Figure 8. CAWS activates the NLRP3 inflammasome and promotes IL-1β production via Dectin-2.

(A) Representative immunofluorescent staining showing NF-κB p65 (red) nuclear translocation in WT and Dectin-2^–/– BMDMs stimulated for 60 minutes with CAWS (10 μg/mL) or LPS (1 μg/mL). Cell nuclei were detected by DAPI (blue). Similar results are obtained from 3 independent experiments. Scale bars: 20 μm. (B) Quantitation of NF-κB p65 nuclear translocation in the indicated groups. Results are expressed as the percentage of cells with NF-κB p65–positive nuclei versus total cells.

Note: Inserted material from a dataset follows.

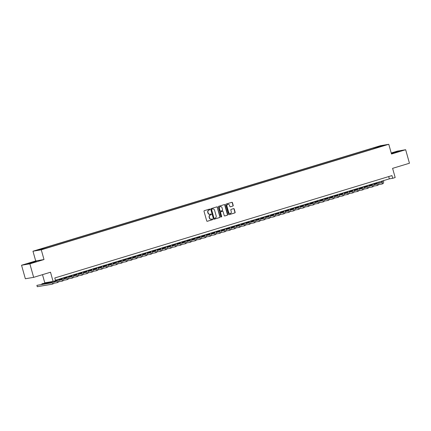 <?xml version="1.0" encoding="UTF-8"?>
<svg xmlns="http://www.w3.org/2000/svg" width="431" height="431" viewBox="0 0 431 431"><rect width="100%" height="100%" fill="white"/><g stroke="black" fill="none" stroke-linecap="round" stroke-linejoin="round"><path stroke-width="0.65" d="M209.935 209.374A0.388 0.356 80.4 0 0 209.493 209.105L204.359 210.667A0.55 0.506 80.4 0 0 204.025 211.341L206.708 220.887A0.55 0.506 80.4 0 0 207.343 221.275L212.472 219.713A0.388 0.356 80.4 0 0 212.267 218.97L211.599 219.174A1.767 1.616 80.4 0 1 209.579 217.946L209.353 217.149A1.767 1.616 80.4 0 1 210.425 214.983L211.088 214.783A0.388 0.356 80.4 0 0 210.921 214.029A0.388 0.356 80.4 0 0 210.878 214.04L210.215 214.239A1.767 1.616 80.4 0 1 208.195 213.011L207.968 212.219A1.767 1.616 80.4 0 1 209.035 210.053L209.703 209.849A0.388 0.356 80.4 0 0 209.935 209.374M209.919 214.299A1.767 1.616 80.4 0 1 207.968 213.049L207.742 212.257A1.767 1.616 80.4 0 1 208.814 210.091L209.477 209.886A0.388 0.356 80.4 0 0 209.407 209.132M207.176 221.292L212.251 219.751A0.388 0.356 80.4 0 0 212.176 218.996M211.303 219.234A1.767 1.616 80.4 0 1 209.353 217.984L209.132 217.186A1.767 1.616 80.4 0 1 210.199 215.021L210.861 214.821A0.388 0.356 80.4 0 0 210.791 214.067M391.359 153.517L399.322 151.184L391.31 153.339M30.353 262.894L27.88 263.783L29.841 263.416L36.323 261.412L30.353 262.894M377.087 146.799L379.533 146.19L377.087 146.799M232.875 206.066A0.55 0.506 80.4 0 0 233.209 205.388L232.46 202.71A0.55 0.506 80.4 0 0 231.824 202.328L226.124 204.057A0.55 0.506 80.4 0 0 225.79 204.736L228.473 214.282A0.55 0.506 80.4 0 0 229.109 214.665L234.809 212.93A0.55 0.506 80.4 0 0 235.143 212.257L234.232 209.019A0.55 0.506 80.4 0 0 233.602 208.636L231.161 209.38A0.55 0.506 80.4 0 0 230.827 210.053L231.275 211.659A1.476 1.347 80.4 0 1 230.229 213.507A1.476 1.347 80.4 0 1 228.694 212.445L226.927 206.158A1.476 1.347 80.4 0 1 227.972 204.31A1.476 1.347 80.4 0 1 229.513 205.371L229.804 206.422A0.55 0.506 80.4 0 0 230.44 206.805L232.654 206.104A0.55 0.506 80.4 0 0 232.988 205.425L232.234 202.748A0.55 0.506 80.4 0 0 231.765 202.344M29.858 263.842L44.005 259.543L35.703 260.944L21.55 265.243L29.858 263.842L33.65 277.348L50.513 272.23L53.094 281.416L55.556 280.667L54.796 277.968L391.951 175.584L392.711 178.283L395.173 177.54L392.593 168.354L409.45 163.23L405.652 149.724L397.35 151.125L391.213 152.989M44.005 259.543L41.274 249.818L388.767 144.293L391.504 154.023L405.652 149.724M217.434 207.273A0.55 0.506 80.4 0 0 216.798 206.885L211.098 208.62A0.55 0.506 80.4 0 0 210.764 209.294L213.447 218.84A0.55 0.506 80.4 0 0 214.083 219.228L219.783 217.493A0.55 0.506 80.4 0 0 220.117 216.82L217.208 207.311A0.55 0.506 80.4 0 0 216.739 206.907M218.614 206.336L224.314 204.606A0.55 0.506 80.4 0 1 224.944 204.989L227.627 214.536A0.55 0.506 80.4 0 1 227.293 215.214L224.853 215.953A0.55 0.506 80.4 0 1 224.222 215.57L223.134 211.702A0.55 0.506 80.4 0 0 222.504 211.314L220.882 211.81A0.55 0.506 80.4 0 0 220.548 212.483L221.685 216.513A0.388 0.356 80.4 0 1 221.006 216.723L218.28 207.015A0.55 0.506 80.4 0 1 218.614 206.336M33.65 277.348L25.348 278.749L21.55 265.243M38.337 249.856L35.967 250.443L38.337 249.856M41.274 249.818L32.966 251.219L380.465 145.694L388.767 144.293M374.183 148.609L373.957 147.79L41.225 248.827L42.798 248.563L43.078 248.94M373.957 147.79L384.355 145.306L378.941 146.949L380.508 146.685L47.782 247.723L40.794 249.635L37.384 250.206L42.798 248.563M42.497 274.666L44.786 282.817L53.094 281.416M35.703 260.944L32.966 251.219M55.437 280.252L389.344 178.854L392.711 178.283M388.703 176.57L389.344 178.854M375.94 148.075L375.525 147.526M380.939 145.883L380.853 146.368M213.916 219.244L219.557 217.531A0.55 0.506 80.4 0 0 219.891 216.858L217.208 207.311M211.842 209.202A0.388 0.356 80.4 0 0 211.605 209.676L213.959 218.054A0.388 0.356 80.4 0 0 214.406 218.323L215.107 218.108A1.767 1.616 80.4 0 0 216.173 215.942L214.563 210.215A1.767 1.616 80.4 0 0 212.542 208.987L211.616 209.24A0.388 0.356 80.4 0 0 211.384 209.714L211.605 209.676M214.32 218.334L214.18 218.361A0.388 0.356 80.4 0 1 213.738 218.091L211.384 209.714M212.612 208.965A1.767 1.616 80.4 0 0 212.316 209.024L212.542 208.987M211.616 209.24L212.316 209.024M224.691 215.974L227.072 215.252A0.55 0.506 80.4 0 0 227.406 214.573L224.723 205.027A0.55 0.506 80.4 0 0 224.249 204.623M222.396 211.335A0.55 0.506 80.4 0 0 222.277 211.352L220.661 211.847A0.55 0.506 80.4 0 0 220.327 212.521L221.685 216.513M221.292 216.998A0.388 0.356 80.4 0 0 221.459 216.551M222.003 207.683A1.476 1.347 80.4 0 0 220.467 206.621A1.476 1.347 80.4 0 0 219.422 208.469L220.042 210.684A0.55 0.506 80.4 0 0 220.677 211.066L222.294 210.57A0.55 0.506 80.4 0 0 222.628 209.897L222.003 207.683M220.354 206.643A1.476 1.347 80.4 0 0 219.196 208.507L219.422 208.469M220.559 211.082L220.451 211.104A0.55 0.506 80.4 0 1 219.821 210.721L219.196 208.507M230.273 206.826L232.654 206.104M227.859 204.337A1.476 1.347 80.4 0 0 226.701 206.196L226.927 206.158M230.116 213.517A1.476 1.347 80.4 0 1 228.468 212.483L226.701 206.196M228.942 214.681L234.583 212.968A0.55 0.506 80.4 0 0 234.917 212.294L234.006 209.057A0.55 0.506 80.4 0 0 233.537 208.658M51.946 281.61A2.807 1.131 73.1 0 1 51.408 282.903A2.807 1.131 73.1 0 1 51.354 282.914L36.888 285.354L37.265 286.707L51.731 284.266A4.213 1.697 -106.9 0 0 51.817 284.244A4.213 1.697 -106.9 0 0 52.587 281.502M51.688 282.693L36.888 285.354M52.965 283.889A4.213 1.697 -106.9 0 0 53.051 283.873A4.213 1.697 -106.9 0 0 53.821 281.195M56.806 279.832L56.865 279.827A2.807 1.131 73.1 0 1 56.332 281.405A2.807 1.131 73.1 0 1 56.278 281.421L53.859 281.826M56.612 281.195L53.853 281.664M51.925 281.987L43.041 283.485L41.807 283.857L41.942 284.336M51.898 282.16L41.807 283.857M53.622 283.28L56.655 282.768A4.213 1.697 -106.9 0 0 56.741 282.752A4.213 1.697 -106.9 0 0 57.458 279.633M57.883 282.397A4.213 1.697 -106.9 0 0 57.969 282.375A4.213 1.697 -106.9 0 0 58.691 279.261M61.725 278.34L61.784 278.329A2.807 1.131 73.1 0 1 61.256 279.913A2.807 1.131 73.1 0 1 61.197 279.924L58.778 280.333M61.531 279.703L58.778 280.166M56.849 280.489L55.249 280.759M56.822 280.662L54.02 281.136M58.546 281.788L61.579 281.276A4.213 1.697 -106.9 0 0 61.66 281.254A4.213 1.697 -106.9 0 0 62.382 278.14M62.807 280.904A4.213 1.697 -106.9 0 0 62.894 280.883A4.213 1.697 -106.9 0 0 63.61 277.769M46.763 282.483L46.866 282.838M66.649 276.847L66.708 276.837A2.807 1.131 73.1 0 1 66.175 278.415A2.807 1.131 73.1 0 1 66.121 278.431L63.702 278.835M66.455 278.205L63.696 278.674M61.768 278.997L58.724 279.509M61.741 279.169L58.74 279.676M56.87 279.988L55.572 280.209M63.465 280.29L66.498 279.778A4.213 1.697 -106.9 0 0 66.584 279.762A4.213 1.697 -106.9 0 0 67.306 276.648M67.732 279.407A4.213 1.697 -106.9 0 0 67.812 279.385A4.213 1.697 -106.9 0 0 68.534 276.271M71.568 275.35L71.632 275.339A2.807 1.131 73.1 0 1 71.099 276.923A2.807 1.131 73.1 0 1 71.04 276.934L68.621 277.343M71.374 276.713L68.621 277.176M66.692 277.505L63.648 278.017M66.665 277.672L63.664 278.178M61.795 278.496L60.496 278.712M68.389 278.798L71.422 278.286A4.213 1.697 -106.9 0 0 71.508 278.264A4.213 1.697 -106.9 0 0 72.225 275.15M72.65 277.914A4.213 1.697 -106.9 0 0 72.737 277.893A4.213 1.697 -106.9 0 0 73.459 274.779M76.492 273.857L76.551 273.847A2.807 1.131 73.1 0 1 76.018 275.425A2.807 1.131 73.1 0 1 75.964 275.441L73.545 275.851M76.298 275.22L73.539 275.684M71.611 276.007L68.567 276.519M71.584 276.179L68.588 276.686M66.713 276.998L65.415 277.219M73.308 277.305L76.341 276.794A4.213 1.697 -106.9 0 0 76.427 276.772A4.213 1.697 -106.9 0 0 77.149 273.658M77.575 276.416A4.213 1.697 -106.9 0 0 77.661 276.4A4.213 1.697 -106.9 0 0 78.377 273.281M81.416 272.36L81.475 272.349A2.807 1.131 73.1 0 1 80.942 273.933A2.807 1.131 73.1 0 1 80.888 273.944L78.469 274.353M81.222 273.723L78.464 274.186M76.535 274.515L73.491 275.026M76.508 274.682L73.507 275.188M71.638 275.506L70.339 275.721M78.232 275.808L81.265 275.296A4.213 1.697 -106.9 0 0 81.351 275.274A4.213 1.697 -106.9 0 0 82.068 272.16M82.493 274.924A4.213 1.697 -106.9 0 0 82.58 274.903A4.213 1.697 -106.9 0 0 83.302 271.789M86.335 270.867L86.394 270.857A2.807 1.131 73.1 0 1 85.866 272.44A2.807 1.131 73.1 0 1 85.807 272.451L83.388 272.861M86.141 272.23L83.388 272.694M81.459 273.017L78.41 273.534M81.432 273.189L78.431 273.696M76.556 274.008L75.263 274.229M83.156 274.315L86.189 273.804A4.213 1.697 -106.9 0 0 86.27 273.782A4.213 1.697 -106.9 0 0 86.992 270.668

Similar results were obtained from 3 independent experiments (mean ± SEM, n = 3 per group, *P < 0.01 versus WT). (C) Vasculitis scores of WT, Aim2^–/–, NLRP3^–/–, or Caspase-1^–/– mice on day 28 after CAWS injection (mean ± SEM, n = 4–8 mice per group, *P < 0.0001 versus WT). (D) H&E–stained sections of aortic root lesions isolated from Aim2^–/–, NLRP3^–/–, or Caspase-1^–/– mice on day 28. Scale bars: 400 μm. (E) BMDCs from WT, Aim2^–/–, NLRP3^–/–, or Caspase-1^–/– mice were stimulated with CAWS with or without inflammasome stimulators (LPS and MUCs) for 18 hours, and IL-1β release was assessed by ELISA (mean ± SEM, n = 3 per group, *P < 0.0001 versus WT). (F) BMDCs from Dectin-1^–/–, Dectin-2^–/–, or Card9^–/– mice were stimulated with CAWS with or without inflammasome stimulators (LPS and MUC) for 18 hours, and IL-1β release was assessed by ELISA (mean ± SEM, n = 3–4 per group, *P < 0.0001 versus WT). P values were calculated using unpaired 2-tailed Student’s t test (B) or 1-way ANOVA with Dunnett’s post hoc test (C, E, and F).